The process of applying copper plating to the pads, traces, and drilled through holes that are to be plated through; boards are placed in an electrically charged bath of copper.

This is required when holes are to be drilled through a copper area but the hole is not to be plated through. Prevent this process if possible since it includes expense to the finished board.

The procedure of using a protective masking material, a solder mask, over the bare copper traces or over the copper that has had a thin layer of solder used; the solder mask protects against ecological damage, supplies insulation, protects versus solder shorts, and secures traces that run between pads.

The procedure of coating the pad locations with a thin layer of solder to prepare the board for the ultimate wave soldering or reflow soldering process that will occur at a later date after the components have actually been placed.

The process of using the markings for element classifications and element lays out to the board.

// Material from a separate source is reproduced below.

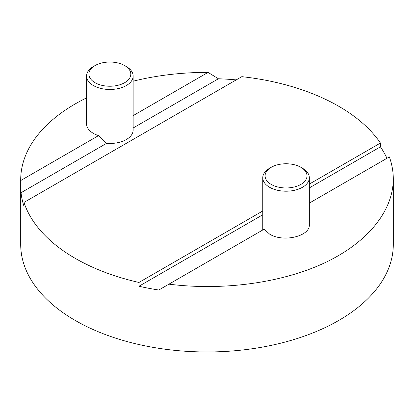 <?xml version="1.0" encoding="UTF-8"?>
<svg xmlns="http://www.w3.org/2000/svg" width="414" height="414" viewBox="0 0 414 414"><rect width="100%" height="100%" fill="white"/><g stroke="black" fill="none" stroke-linecap="round" stroke-linejoin="round"><path stroke-width="0.62" d="M309.33 203.103L389.367 156.896C391.98 164.218 393.29 171.613 393.3 179.086C393.145 211.316 367.358 242.744 324.509 262.931C281.458 282.974 223.146 290.933 168.933 284.164L158.785 290.023A186.3 107.557 180 0 1 138.959 286.255L138.959 282.451A186.3 107.557 180 0 1 23.981 202.425L23.981 206.229A186.3 107.557 180 0 1 21.047 192.712L106.553 143.347L98.542 135.611A23.287 13.445 180 0 1 93.378 133.365A23.287 13.445 180 0 1 86.557 123.858L86.557 76.036A23.287 13.445 180 0 1 93.378 66.53L95.023 65.578A20.959 12.099 0 0 0 95.029 82.691A20.959 12.099 0 0 0 124.666 82.691A20.959 12.099 0 0 0 124.666 65.578A20.959 12.099 0 0 0 95.023 65.578M21.047 192.712L20.705 180.551L98.542 135.611M20.705 180.551A186.3 107.557 180 0 1 20.7 179.95A186.3 107.557 180 0 1 86.557 97.89M133.132 81.206A186.3 107.557 180 0 1 208.045 72.393L218.406 78.769A186.3 107.557 180 0 1 236.208 79.897M23.981 202.425L241.817 76.662A186.3 107.557 180 0 1 380.43 143.042L380.43 146.846A186.3 107.557 180 0 1 386.945 158.277M393.3 179.086L393.3 244.405A186.3 107.557 180 0 1 207 351.967A186.3 107.557 180 0 1 20.7 244.405L20.7 179.95M380.43 143.042L309.33 184.09M262.755 210.98L138.959 282.451M133.132 127.998L218.406 78.769M124.666 65.578L126.311 66.53A23.287 13.445 180 0 1 133.132 76.036L133.132 130.037A23.287 13.445 180 0 1 106.553 143.347M133.132 115.641L208.045 72.393M300.859 167.303A20.959 12.099 0 0 0 271.222 167.303A20.959 12.099 0 0 0 271.222 184.416A20.959 12.099 0 0 0 300.859 184.416A20.959 12.099 0 0 0 300.859 167.303L302.51 168.255A23.287 13.445 180 0 1 309.33 177.761L309.33 224.693C310.241 236.296 283.016 242.728 269.576 234.081L264.194 229.165L158.785 290.023M138.959 286.255L262.755 214.783M309.33 187.894L380.43 146.846M133.132 76.036A23.287 13.445 180 0 1 118.756 88.456A23.287 13.445 180 0 1 93.378 85.543A23.287 13.445 180 0 1 86.557 76.036M309.33 177.761A23.287 13.445 180 0 1 294.954 190.181A23.287 13.445 180 0 1 269.576 187.268A23.287 13.445 180 0 1 262.755 177.761A23.287 13.445 180 0 1 269.571 168.255L271.222 167.303M262.755 177.761L262.755 229.993"/></g></svg>

May be used to simply the top or to both sides if parts are mounted on both leading and bottom sides.

The process of separating multiple boards from a panel of similar boards; this process likewise enables cutting notches or slots into the board if needed.

A visual examination of the boards; likewise can be the process of inspecting wall quality for plated through holes in multi-layer boards by cross-sectioning or other techniques.

The procedure of checking for continuity or shorted connections on the boards by means applying a voltage between numerous points on the board and identifying if a present flow happens. Depending upon the board complexity, this process might require a specially developed test fixture and test program to incorporate with the electrical test system used by the board manufacturer.